• Problem to solve:
From the entries that follow, copy every line with the word "page".

• Raw data:

◇ ◇ ◇ ◇ ◇

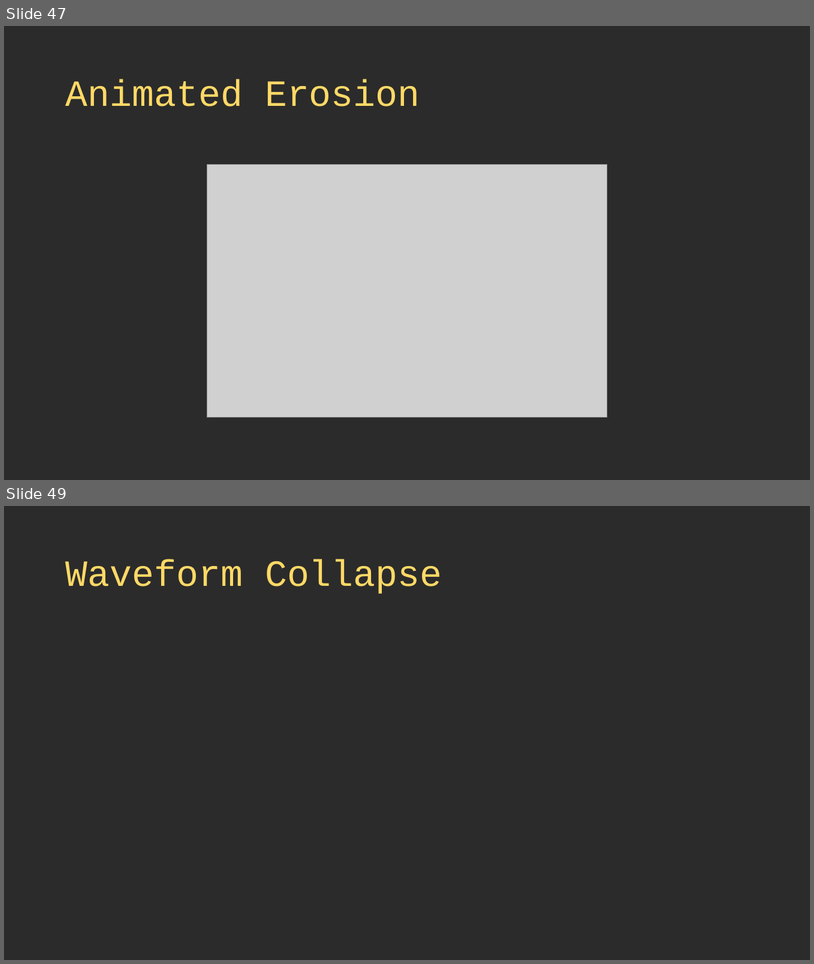
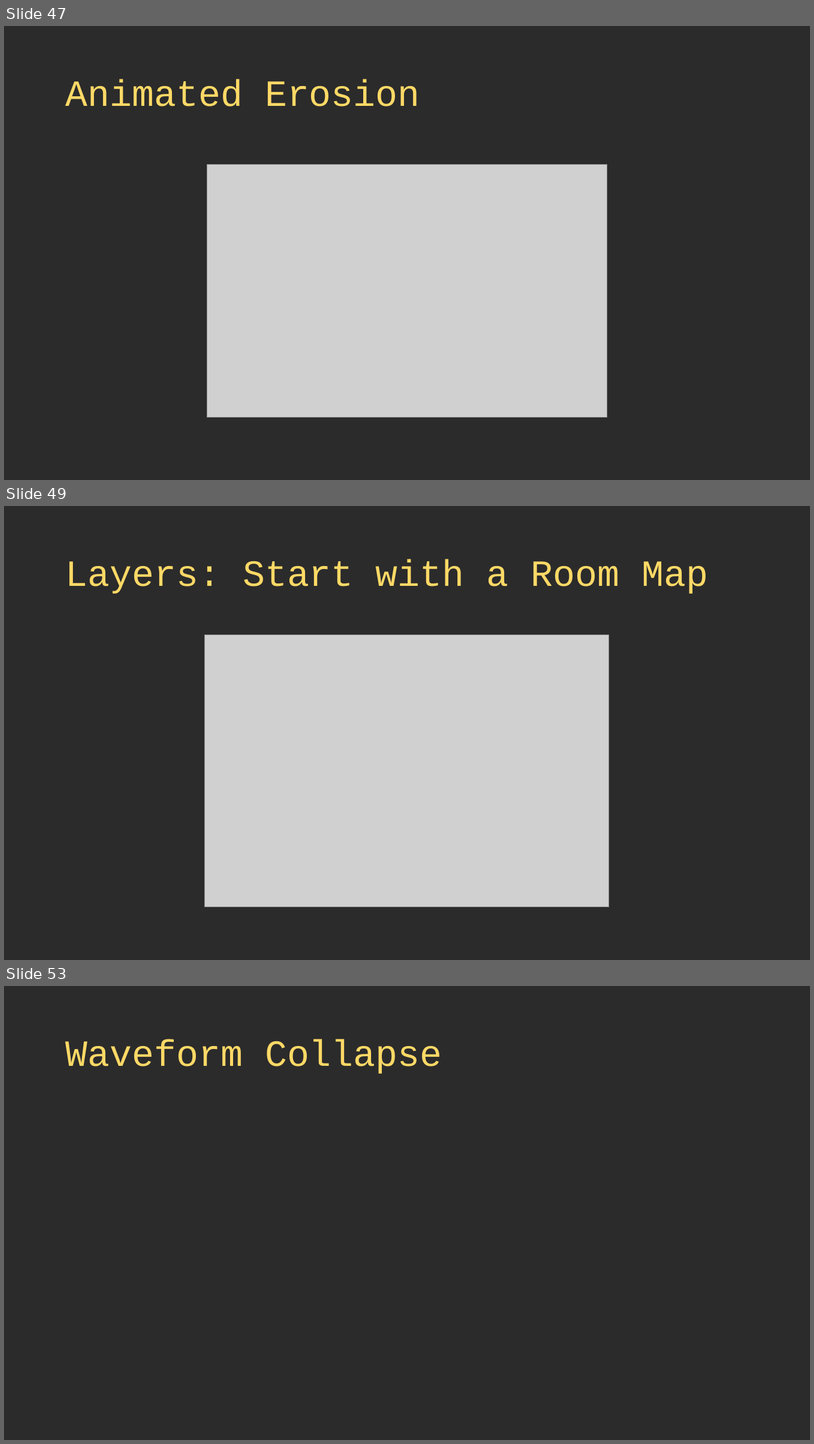
Before and after one commit to thebracket/roguelike-celebration-2020, a slide deck: Procedural Map Generation Techniques.pptx. Shown one above the other, each under a label of ours: slides 47 and 49 before the commit, slides 47, 49 and 53 after it; the slides between them are not shown. The pictures are 814x964 and 814x1444 pixels, drawn with LibreOffice and Linux fonts; fonts in the diff are those of the drawing; grey boxes stand for pictures; background and template pictures are left out; a plain dark background stands for a picture behind light text. Boxes give left, top, right and bottom in pixels: in the first picture for what was removed or moved away, otherwise in the second. Text is boxed around its words. In the diff, an @@ line names an element or a change of style, - is before the commit and + after.

Commit message:
Layer combinations.

```diff
--- a/Procedural Map Generation Techniques.pptx
+++ b/Procedural Map Generation Techniques.pptx
@@ slide 49 added at bbox=[4, 506, 810, 960], background picture (left out) @@
@@ title added at bbox=[65, 559, 708, 594], 44 pt, text #FFD966 @@
+Layers: Start with a Room Map
@@ picture added at bbox=[205, 635, 609, 907] @@
@@ what was slide 49 is now slide 53 @@
```
Also in this commit, not shown: 1 slide changed, 3 other slides added, 4 other files.
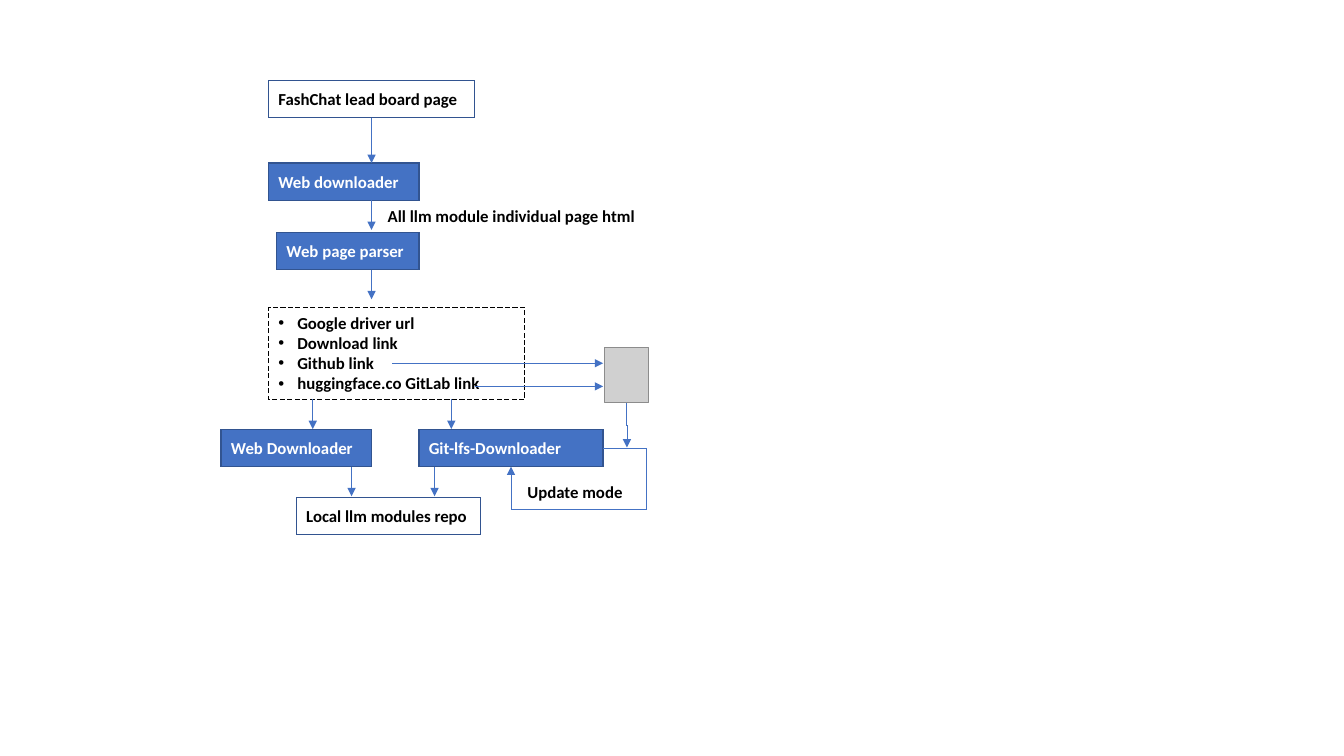
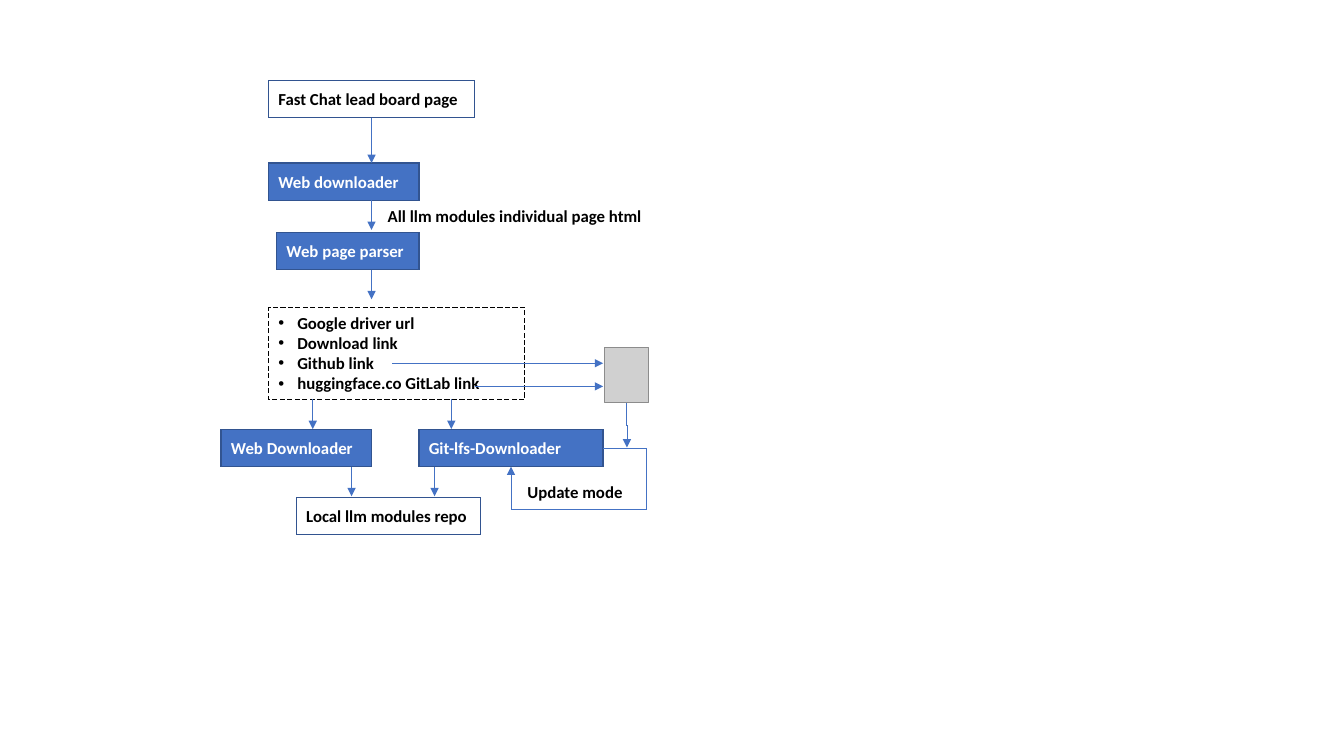
Before and after one commit to ycTestGitter/gitDownloader, a slide deck: slide 1 of designDoc.pptx. Drawn at 1344x756 pixels with LibreOffice and Linux fonts; fonts in the diff are those of the drawing; grey boxes stand for pictures. Boxes give left, top, right and bottom in pixels: in the first picture for what was removed or moved away, otherwise in the second. Text is boxed around its words. In the diff, an @@ line names an element or a change of style, - is before the commit and + after.

```diff
--- a/designDoc.pptx
+++ b/designDoc.pptx
@@ text in rectangle at box(278, 93, 458, 108): text changed @@
-FashChat lead board page
+Fast Chat lead board page
@@ text at box(388, 210, 641, 225): text changed @@
-All llm module individual page html
+All llm modules individual page html
```
Also in this commit, not shown: 1 other file.

◇ ◇ ◇ ◇ ◇

• Answer to this exercise:
-FashChat lead board page
+Fast Chat lead board page
-All llm module individual page html
+All llm modules individual page html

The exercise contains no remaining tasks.